Karachi — where has she heard of Karachi?

Nadirji laughs and pokes Karan in the stomach. “I say, eat much and you'll keep playing as well as you do!”

Karan is smiling and talking in Indian. Obviously explaining who she is. Nadirji's eyebrows jerk up and down and he glances at her uncertainly a few times.

Daniel Pearl, the journalist, was beheaded in Karachi. Karachi is in Pakistan, not India. And there's going to be a movie about it.

And what does any of that have to do with this man? Nothing. Absolutely nothing.

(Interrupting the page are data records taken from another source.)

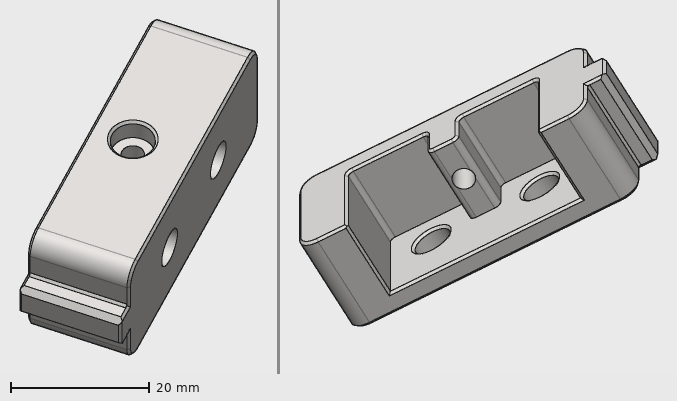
import cadquery as cq

width = 16.0
total_length = 50.85
height = 20.0
rail_projection = 3.15
body_length = total_length - rail_projection
corner_radius = 3.05
edge_chamfer = 0.4

rail_height = 5.7
rail_chamfer = 0.9

back_wall = 3.2
pocket_depth = width - back_wall
pocket_width = 31.55
pocket_ceiling = 6.0
pocket_radius = 0.8
block_width = 5.1
block_bottom = 0.0
block_radius = 1.0

wall_hole_diameter = 5.8
wall_hole_spacing = 18.0
screw_hole_diameter = 3.4
screw_head_diameter = 6.5
screw_head_depth = 3.45
screw_x = pocket_depth / 2


def make_body():
    """Rounded bar spanning 0..width in X, with a plain rectangular rail on its -Y face."""
    bar = (
        cq.Workplane("YZ")
        .rect(body_length, height)
        .extrude(width)
        .edges("|X")
        .fillet(corner_radius)
    )
    rail_start = -body_length / 2 - rail_projection
    rail = (
        cq.Workplane("XY")
        .box(width, rail_projection + corner_radius, rail_height, centered=(False, False, True))
        .translate((0, rail_start, 0))
    )
    return bar.union(rail)


def chamfer_rail(part):
    """Chamfer the rail's two tip edges and fill its two root corners."""
    face_y = -body_length / 2
    tip_y = face_y - rail_projection
    for side in (-1, 1):
        root_z = side * rail_height / 2
        fill = (
            cq.Workplane("YZ", origin=(edge_chamfer, 0, 0))
            .moveTo(face_y, root_z + side * edge_chamfer)
            .lineTo(face_y - edge_chamfer, root_z)
            .lineTo(face_y, root_z)
            .close()
            .extrude(width - 2 * edge_chamfer)
        )
        corner_cut = (
            cq.Workplane("YZ")
            .moveTo(tip_y, root_z)
            .lineTo(tip_y + rail_chamfer, root_z)
            .lineTo(tip_y, root_z - side * rail_chamfer)
            .close()
            .extrude(width)
        )
        part = part.union(fill).cut(corner_cut)
    return part


def make_pocket():
    """Volume removed by the pocket, leaving the hanging block in place."""
    bottom = -height / 2
    overshoot = 0.5
    pocket_height = pocket_ceiling - bottom + overshoot
    block_height = pocket_ceiling - block_bottom

    cavity = cq.Workplane("YZ").rect(pocket_width, pocket_height).extrude(pocket_depth)
    cavity = cavity.translate((0, 0, pocket_ceiling - pocket_height / 2))
    block = cq.Workplane("YZ").rect(block_width, block_height).extrude(pocket_depth)
    block = block.translate((0, 0, block_bottom + block_height / 2))
    cavity = cavity.cut(block)
    ceiling_corners = cq.selectors.BoxSelector(
        (-width, -pocket_width, pocket_ceiling - edge_chamfer),
        (2 * width, pocket_width, pocket_ceiling + edge_chamfer),
    )
    block_corners = cq.selectors.BoxSelector(
        (-width, -block_width, block_bottom - edge_chamfer),
        (2 * width, block_width, block_bottom + edge_chamfer),
    )
    cavity = cavity.edges(ceiling_corners).edges("|X").fillet(pocket_radius)
    cavity = cavity.edges(block_corners).edges("|X").fillet(block_radius)
    return cavity


def make_lower_flare():
    """Tapered volume that chamfers the pocket's lower edges on both legs and the back wall."""
    return (
        cq.Workplane("XY", origin=(0, 0, -height / 2))
        .rect(2 * (pocket_depth + edge_chamfer), pocket_width + 2 * edge_chamfer)
        .workplane(offset=edge_chamfer)
        .rect(2 * pocket_depth, pocket_width)
        .loft(ruled=True)
    )


def wall_hole(y):
    """Hole through the back wall, chamfered on its pocket side."""
    radius = wall_hole_diameter / 2
    return (
        cq.Workplane("XY", origin=(0, y, 0))
        .moveTo(pocket_depth, 0)
        .lineTo(pocket_depth, radius + edge_chamfer)
        .lineTo(pocket_depth + edge_chamfer, radius)
        .lineTo(width, radius)
        .lineTo(width, 0)
        .close()
        .revolve(360, (0, 0, 0), (1, 0, 0))
    )


def screw_hole():
    """Counterbored vertical hole through the top and the hanging block."""
    top = height / 2
    head_radius = screw_head_diameter / 2
    hole_radius = screw_hole_diameter / 2
    return (
        cq.Workplane("XZ", origin=(screw_x, 0, 0))
        .moveTo(0, top)
        .lineTo(head_radius + edge_chamfer, top)
        .lineTo(head_radius, top - edge_chamfer)
        .lineTo(head_radius, top - screw_head_depth)
        .lineTo(hole_radius, top - screw_head_depth)
        .lineTo(hole_radius, block_bottom)
        .lineTo(0, block_bottom)
        .close()
        .revolve(360, (0, 0, 0), (0, 1, 0))
    )


result = make_body().cut(make_pocket())
result = result.faces("<X or >X").edges().chamfer(edge_chamfer)
result = result.cut(make_lower_flare())
result = chamfer_rail(result)
for side in (-1, 1):
    result = result.cut(wall_hole(side * wall_hole_spacing / 2))
result = result.cut(screw_hole())
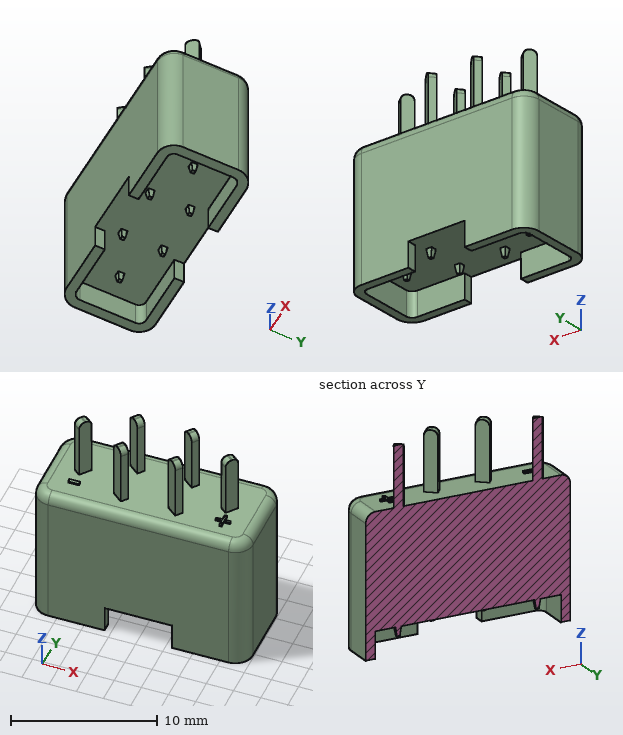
import cadquery as cq

HOUSING_LENGTH = 15.87
HOUSING_WIDTH = 6.89
HOUSING_HEIGHT = 10.9
CORNER_RADIUS = 1.3
TOP_FILLET = 0.75
WALL = 0.75

NOTCH_WIDTH = 4.95
NOTCH_HEIGHT = 2.03

OVERALL_HEIGHT = 15.5
PIN_LENGTH = 1.0
PIN_THICKNESS = 0.6
PIN_END_RADIUS = 0.46
INNER_PITCH_X = 4.0
INNER_PITCH_Y = 3.1
OUTER_PITCH_X = 10.78
INNER_PIN_ANGLE = -39.0
OUTER_PIN_ANGLE = INNER_PIN_ANGLE + 90.0

TAIL_LENGTH = 0.68
TAIL_ROOT_WIDTH = 0.48
TAIL_TIP_WIDTH = 0.26

MARK_HEIGHT = 0.12
MARK_X = 5.48
MARK_Y = -1.47
MINUS_LENGTH = 0.8
MINUS_STROKE = 0.26
PLUS_SIZE = 1.07
PLUS_STROKE = 0.18

INNER_PINS = [
    (side_x * INNER_PITCH_X / 2, side_y * INNER_PITCH_Y / 2, INNER_PIN_ANGLE)
    for side_x in (-1, 1)
    for side_y in (-1, 1)
]
OUTER_PINS = [(side * OUTER_PITCH_X / 2, 0, OUTER_PIN_ANGLE) for side in (-1, 1)]
PINS = INNER_PINS + OUTER_PINS


def base_block(length, width, height):
    """Box centred on the Z axis and standing on Z = 0."""
    return cq.Workplane("XY").box(length, width, height, centered=(True, True, False))


def make_housing():
    """Rounded shell, open at the bottom, with a notch through both long walls."""
    body = base_block(HOUSING_LENGTH, HOUSING_WIDTH, HOUSING_HEIGHT)
    body = body.edges("|Z").fillet(CORNER_RADIUS)
    body = body.faces(">Z").edges().fillet(TOP_FILLET)

    recess = base_block(HOUSING_LENGTH - 2 * WALL, HOUSING_WIDTH - 2 * WALL, NOTCH_HEIGHT)
    recess = recess.edges("|Z").fillet(CORNER_RADIUS - WALL)
    notch = base_block(NOTCH_WIDTH, HOUSING_WIDTH, NOTCH_HEIGHT)
    return body.cut(recess).cut(notch)


def make_blade(x, y, angle):
    """Flat blade rising from the recess roof to a rounded end, turned about its own axis."""
    blade = base_block(PIN_LENGTH, PIN_THICKNESS, OVERALL_HEIGHT - NOTCH_HEIGHT)
    blade = blade.faces(">Z").edges("|Y").fillet(PIN_END_RADIUS)
    return blade.rotate((0, 0, 0), (0, 0, 1), angle).translate((x, y, NOTCH_HEIGHT))


def make_tail(x, y):
    """Square tapered tail hanging from the recess roof, aligned with the housing."""
    return (
        cq.Workplane("XY", origin=(x, y, NOTCH_HEIGHT))
        .rect(TAIL_ROOT_WIDTH, TAIL_ROOT_WIDTH)
        .workplane(offset=-TAIL_LENGTH)
        .rect(TAIL_TIP_WIDTH, TAIL_TIP_WIDTH)
        .loft()
    )


def make_minus():
    """Raised bar marking the negative contact."""
    bar = base_block(MINUS_LENGTH, MINUS_STROKE, MARK_HEIGHT)
    return bar.translate((-MARK_X, MARK_Y, HOUSING_HEIGHT))


def make_plus():
    """Raised cross marking the positive contact."""
    cross = base_block(PLUS_SIZE, PLUS_STROKE, MARK_HEIGHT)
    cross = cross.union(base_block(PLUS_STROKE, PLUS_SIZE, MARK_HEIGHT))
    return cross.translate((MARK_X, MARK_Y, HOUSING_HEIGHT))


result = make_housing().union(make_minus()).union(make_plus())
for x, y, angle in PINS:
    result = result.union(make_blade(x, y, angle)).union(make_tail(x, y))
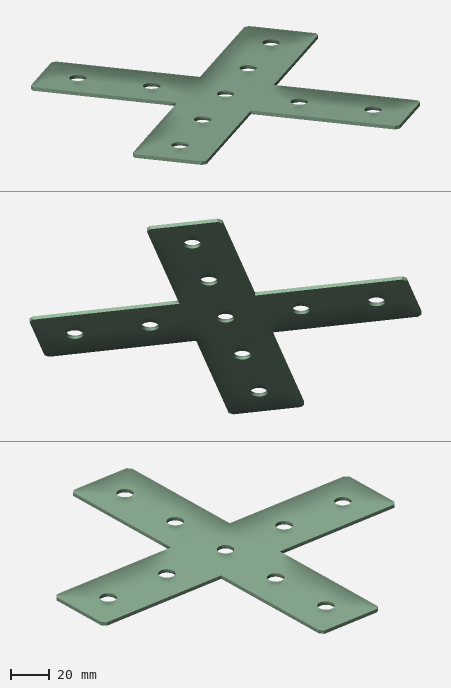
import cadquery as cq

span = 200.0
arm_width = 40.0
thickness = 2.0
corner_cut = 2.0
hole_diameter = 9.0
hole_pitch = 40.0
holes_per_arm = 2


def arm_bar(length_x, length_y):
    """Flat bar resting on Z = 0 with its four corners chamfered."""
    bar = cq.Workplane("XY").box(length_x, length_y, thickness, centered=(True, True, False))
    return bar.edges("|Z").chamfer(corner_cut)


def hole_centers():
    """One hole in the middle and evenly spaced holes along each arm."""
    centers = [(0, 0)]
    for step in range(1, holes_per_arm + 1):
        offset = step * hole_pitch
        centers += [(offset, 0), (-offset, 0), (0, offset), (0, -offset)]
    return centers


plate = arm_bar(span, arm_width).union(arm_bar(arm_width, span))

result = plate.faces(">Z").workplane(origin=(0, 0, 0)).pushPoints(hole_centers()).hole(hole_diameter)
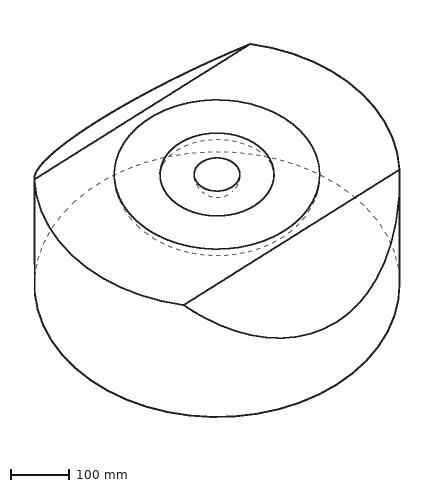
import cadquery as cq

diameter = 630.0
radius = diameter / 2
total_height = 551.0
cone_height = total_height / 2

top_width = 394.0
flat_run = (diameter - top_width) / 2

dimple_diameter = 79.0
groove_width = 79.0
dimple_radius = dimple_diameter / 2
groove_radius = groove_width / 2
boss_diameter = 196.5
groove_centre_radius = boss_diameter / 2 + groove_radius


def make_body():
    """Cylinder standing on an inverted cone, as one revolved profile."""
    return (
        cq.Workplane("XZ")
        .moveTo(0, 0)
        .lineTo(radius, cone_height)
        .lineTo(radius, total_height)
        .lineTo(0, total_height)
        .close()
        .revolve(360, (0, 0), (0, 1))
    )


def make_flat_cutter(side):
    """Triangular prism removing the top corner on one side (-1 or +1 along X)."""
    return (
        cq.Workplane("XZ")
        .moveTo(side * top_width / 2, total_height)
        .lineTo(side * radius, total_height)
        .lineTo(side * radius, total_height - flat_run)
        .close()
        .extrude(radius, both=True)
    )


def make_groove_cutter():
    """Ring of circular section, centred on the top face."""
    return (
        cq.Workplane("XZ")
        .center(groove_centre_radius, total_height)
        .circle(groove_radius)
        .revolve(360, (-groove_centre_radius, 0), (-groove_centre_radius, 1))
    )


def make_dimple_cutter():
    """Ball leaving a hemispherical dimple in the middle of the boss."""
    return cq.Workplane("XY").sphere(dimple_radius).translate((0, 0, total_height))


result = make_body()
for side in (-1, 1):
    result = result.cut(make_flat_cutter(side))
result = result.cut(make_groove_cutter()).cut(make_dimple_cutter())
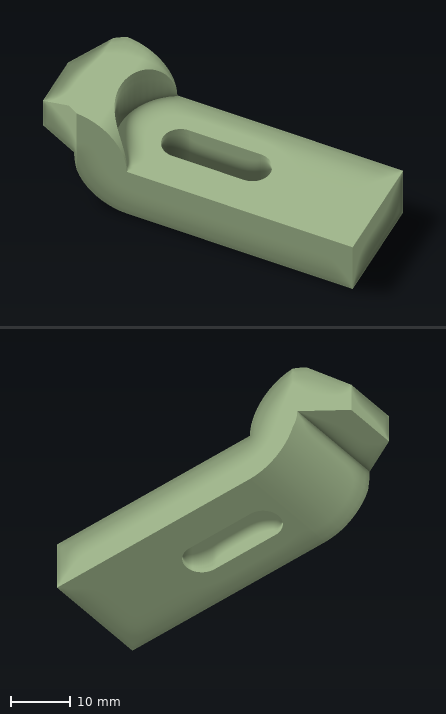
import cadquery as cq
import math

length = 60.0
width = 60.0 / 3
thickness = width / 2
bend_radius = thickness

nose_bottom = 8.9
nose_top = 14.7
slope_end_x = 6.6
tip_width = width / 2
taper_angle = 30.0

upper_bend_x = 8.0
lower_bend_x = upper_bend_x + bend_radius

slot_start = 20.0
slot_length = width
slot_width = 6.65
washer_x = slot_start + slot_width / 2
washer_radius = 11.15


def arc_point(center_x, angle):
    """Point on a bend centred at the height of the bar's top face."""
    a = math.radians(angle)
    return (center_x + bend_radius * math.cos(a), thickness + bend_radius * math.sin(a))


def make_body():
    """Side profile extruded across the full width."""
    slope_end_angle = math.degrees(math.acos((slope_end_x - upper_bend_x) / bend_radius))
    return (
        cq.Workplane("XZ")
        .moveTo(0, nose_bottom)
        .lineTo(0, nose_top)
        .lineTo(*arc_point(upper_bend_x, slope_end_angle))
        .threePointArc(arc_point(upper_bend_x, 45), arc_point(upper_bend_x, 0))
        .lineTo(length, thickness)
        .lineTo(length, 0)
        .lineTo(lower_bend_x, 0)
        .threePointArc(arc_point(lower_bend_x, 225), arc_point(lower_bend_x, 180))
        .close()
        .extrude(width / 2, both=True)
    )


def make_plan():
    """Plan outline with the tapered nose, taller than the body."""
    taper_length = (width - tip_width) / 2 / math.tan(math.radians(taper_angle))
    return (
        cq.Workplane("XY")
        .moveTo(0, -tip_width / 2)
        .lineTo(taper_length, -width / 2)
        .lineTo(length, -width / 2)
        .lineTo(length, width / 2)
        .lineTo(taper_length, width / 2)
        .lineTo(0, tip_width / 2)
        .close()
        .extrude(2 * thickness)
    )


def make_slot():
    """Through slot for the clamping bolt."""
    return (
        cq.Workplane("XY")
        .center(slot_start + slot_length / 2, 0)
        .slot2D(slot_length, slot_width)
        .extrude(thickness)
    )


def make_washer_clearance():
    """Round relief in the back of the upper bend, down to the bar's top face."""
    return (
        cq.Workplane("XY", origin=(washer_x, 0, thickness))
        .circle(washer_radius)
        .extrude(bend_radius)
    )


result = make_body().intersect(make_plan()).cut(make_slot()).cut(make_washer_clearance())
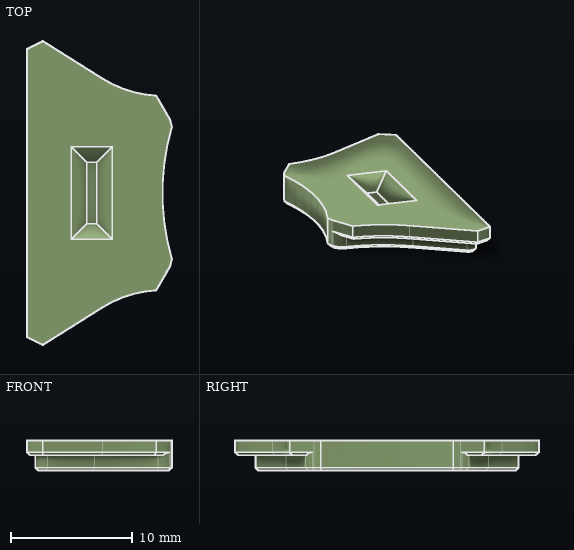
import cadquery as cq
import math

length = 25.12
width = 11.98
height = 2.49
plate_thickness = 1.23
edge_chamfer = 0.25

back_edge_half = 11.9
tip_x = 1.3
tip_y = length / 2
scallop_radius = 9.3
scallop_center_x = 11.18
scallop_center_y = 17.33
scallop_end_x = 10.68
facet_x = 11.83
facet_y = 6.05
front_corner_y = 5.48
front_mid_x = 11.2

back_inset = 0.68
side_inset = 1.3
back_corner_radius = 0.65
front_corner_radius = 1.15

pocket_center_x = 5.35
pocket_width = 3.42
pocket_length = 7.65
pocket_depth = 1.28

to_center_x = scallop_center_x - tip_x
to_center_y = scallop_center_y - tip_y
center_distance = math.hypot(to_center_x, to_center_y)
flank_angle = math.atan2(to_center_y, to_center_x) - math.asin(scallop_radius / center_distance)


def scallop_point(radius, angle):
    return (
        scallop_center_x + radius * math.cos(angle),
        scallop_center_y + radius * math.sin(angle),
    )


def scallop_y(radius, x):
    return scallop_center_y - math.sqrt(radius**2 - (x - scallop_center_x) ** 2)


def mirrored(point):
    return (point[0], -point[1])


def outline(back_points, radius, end_x):
    """Closed symmetric profile: back points, flank, scallop, facets and concave front."""
    tangent_angle = flank_angle - math.pi / 2
    end = (end_x, scallop_y(radius, end_x))
    end_angle = math.atan2(end[1] - scallop_center_y, end[0] - scallop_center_x)
    start = scallop_point(radius, tangent_angle)
    middle = scallop_point(radius, (tangent_angle + end_angle) / 2)
    facet = (facet_x, facet_y)
    front_corner = (width, front_corner_y)

    profile = cq.Workplane("XY").moveTo(*back_points[0])
    for point in back_points[1:]:
        profile = profile.lineTo(*point)
    profile = profile.lineTo(*start).threePointArc(middle, end)
    profile = profile.lineTo(*facet).lineTo(*front_corner)
    profile = profile.threePointArc((front_mid_x, 0), mirrored(front_corner))
    profile = profile.lineTo(*mirrored(facet)).lineTo(*mirrored(end))
    profile = profile.threePointArc(mirrored(middle), mirrored(start))
    for point in reversed(back_points):
        profile = profile.lineTo(*mirrored(point))
    return profile.close()


def make_plate():
    back_points = [(0, back_edge_half), (tip_x, tip_y)]
    plate = outline(back_points, scallop_radius, scallop_end_x).extrude(plate_thickness)
    plate = plate.faces("<Z").chamfer(edge_chamfer)
    return plate.translate((0, 0, height - plate_thickness))


def block_scallop_end_x(radius):
    """X where the inset scallop meets the line of the plate's angled facet."""
    facet_start_y = scallop_y(scallop_radius, scallop_end_x)
    run = facet_x - scallop_end_x
    drop = facet_y - facet_start_y
    facet_length = math.hypot(run, drop)
    direction_x = run / facet_length
    direction_y = drop / facet_length
    offset_x = scallop_end_x - scallop_center_x
    offset_y = facet_start_y - scallop_center_y
    along = offset_x * direction_x + offset_y * direction_y
    across_squared = offset_x**2 + offset_y**2 - along**2
    return scallop_end_x + direction_x * (math.sqrt(radius**2 - across_squared) - along)


def round_corners(block, x, y, radius):
    for side in (1, -1):
        corner = cq.selectors.NearestToPointSelector((x, side * y, height / 2))
        block = block.edges("|Z").edges(corner).fillet(radius)
    return block


def make_block():
    radius = scallop_radius + side_inset
    flank_x, flank_y = scallop_point(radius, flank_angle - math.pi / 2)
    back_y = flank_y + (back_inset - flank_x) * math.tan(flank_angle)
    end_x = block_scallop_end_x(radius)
    block = outline([(back_inset, back_y)], radius, end_x).extrude(height)
    block = round_corners(block, back_inset, back_y, back_corner_radius)
    block = round_corners(block, end_x, scallop_y(radius, end_x), front_corner_radius)
    return block.faces("<Z").chamfer(edge_chamfer)


def make_pocket():
    return (
        cq.Workplane("XY", origin=(pocket_center_x, 0, height))
        .rect(pocket_width, pocket_length)
        .workplane(offset=-pocket_depth)
        .rect(pocket_width - 2 * pocket_depth, pocket_length - 2 * pocket_depth)
        .loft(combine=True)
    )


cover = make_plate().union(make_block()).cut(make_pocket())

result = cq.Compound.makeCompound([cover.val()])
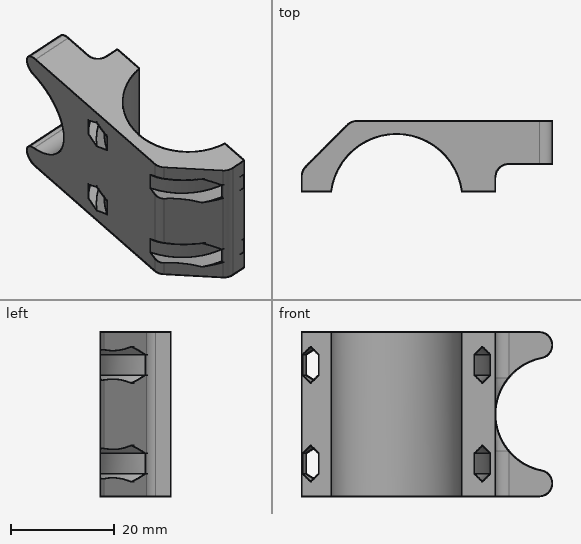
import cadquery as cq
import math

length = 48.37
depth = 13.65
height = 31.75
edge_radius = 2.54

bevel = 9.6

bore_radius = 12.7
bore_x = 18.3
bore_y = -1.6

step_x = 37.4
step_y = 5.3

tip_x = length - edge_radius
tip_z = height / 2 - edge_radius
bay_radius = ((tip_x - step_x) ** 2 + tip_z ** 2 - edge_radius ** 2) / (2 * (length - step_x))
bay_x = step_x + bay_radius

runout_z = math.sqrt(bay_radius ** 2 - (bay_radius - edge_radius) ** 2)
runout_stations = 6

channel_inner_radius = 15.05
channel_width = 3.05
channel_height = 7.0
channel_point = channel_width / 2
channel_z = 9.525


def clamp_body():
    """Extruded clamp section with the bevelled corner and the stepped arm side."""
    section = (
        cq.Workplane("XY")
        .polyline([
            (0, 0),
            (step_x, 0),
            (step_x, step_y),
            (length, step_y),
            (length, depth),
            (bevel, depth),
            (0, depth - bevel),
        ])
        .close()
    )
    body = section.extrude(height / 2, both=True)
    for corner in [(step_x, step_y), (bevel, depth), (0, depth - bevel)]:
        body = body.edges(cq.NearestToPointSelector((*corner, 0))).fillet(edge_radius)
    return body


def bore():
    """Cylinder that hollows out the clamping face."""
    return cq.Workplane("XY").center(bore_x, bore_y).circle(bore_radius).extrude(height / 2, both=True)


def arm_outline():
    """Outline in XZ, cut through the full depth: two round-tipped arms around the bay."""
    reach = bay_radius / (bay_radius + edge_radius)
    tangent_x = bay_x + (tip_x - bay_x) * reach
    tangent_z = tip_z * reach
    return (
        cq.Workplane("XZ")
        .moveTo(0, -height / 2)
        .lineTo(tip_x, -height / 2)
        .threePointArc((length, -tip_z), (tangent_x, -tangent_z))
        .threePointArc((step_x, 0), (tangent_x, tangent_z))
        .threePointArc((length, tip_z), (tip_x, height / 2))
        .lineTo(0, height / 2)
        .close()
        .extrude(-depth)
    )


def fillet_runout():
    """Cutter for the upper half of the bay, where the step's root fillet follows the bay edge.

    Each section keeps the fillet arc tangent to the step wall and shifts it along Y
    until it passes through the bay edge, so the fillet shrinks to nothing at mid-height.
    """
    cutter = cq.Workplane("XY")
    center_x = step_x + edge_radius
    diagonal = edge_radius * math.sqrt(0.5)
    previous_z = 0
    for station in range(runout_stations + 1):
        z = runout_z * station / runout_stations
        ledge = bay_radius - math.sqrt(bay_radius ** 2 - z ** 2)
        center_y = step_y - math.sqrt(max(ledge * (2 * edge_radius - ledge), 0))
        cutter = (
            cutter.workplane(offset=z - previous_z)
            .moveTo(step_x, 0)
            .lineTo(step_x, center_y)
            .threePointArc((center_x - diagonal, center_y + diagonal), (center_x, center_y + edge_radius))
            .lineTo(center_x, 0)
            .close()
        )
        previous_z = z
    return cutter.loft()


def tie_channel(center_z):
    """Ring, centred on the clamping face under the bore, with a hexagonal cross-section."""
    outer_radius = channel_inner_radius + channel_width
    middle_radius = channel_inner_radius + channel_width / 2
    half = channel_height / 2
    shoulder = half - channel_point
    return (
        cq.Workplane("XZ", origin=(bore_x, 0, center_z))
        .polyline([
            (channel_inner_radius, -shoulder),
            (middle_radius, -half),
            (outer_radius, -shoulder),
            (outer_radius, shoulder),
            (middle_radius, half),
            (channel_inner_radius, shoulder),
        ])
        .close()
        .revolve(360, (0, 0, 0), (0, 1, 0))
    )


result = clamp_body().intersect(arm_outline()).cut(bore())
runout = fillet_runout()
result = result.cut(runout).cut(runout.mirror("XY"))
for side in (-1, 1):
    result = result.cut(tie_channel(side * channel_z))

Nadirji says, “Dr. Karanbir has told you how we met? At the courthouse — we were being fingerprinted together. All day we sat there waiting, waiting. So we started talking. Do you know, we found out both our grandfathers are from Gurdaspur. Only mine fled to Karachi, his to Delhi. At least they chose the capital cities of the time.”

He laughs and slaps Karan on the back. “Dr. Karanbir said Partition was all because of economics. I said, Rubbish! All because of religion. So we started arguing and arguing. So then this Homeland Security guy, he comes up, says, Hey, are you fighting? So Dr. Karanbir says, No, no, sir! This is my friend.”

Nadirji beams.

Karan asks about Nadirji's younger brother — is he back in Karachi?

“Oh no,” says Nadirji. “Still he's sitting in the Detention Center in New Jersey. But they're saying they will send him back to Karachi any day.”

“And his wife?”

“She's here only, in San Diego. Still calling me every day — do something, call his lawyer. Call Homeland Security. Don't we know anyone with a relative working there? Talk to them in English. I tell her I
have
called, but they don't even take messages on their voice mail. So every week I'm sending the lawyer more money — what I can. And every week I'm giving her advice how to run my brother's appliance shop. But I too have a family.”

Jeez! Does he ever, and Karan's like a doctor, asking about the health of each one. Didn't he say he met Nadirji for squash last week? Brothers, parents, uncles — it's a friggin' assembly line.

“… and your cousin-brother? The one with the PhD in architecture?”

“Subhanallah! He found a job. Temporary, and he's only drafting, not designing, but it's a job.” For Uma's benefit, Nadir explains. “He was laid off after 9/11 — his boss told him he was scaring the clients. But he's tip-top in drawing with the computer. He has a wife and child to feed. So. Very difficult.”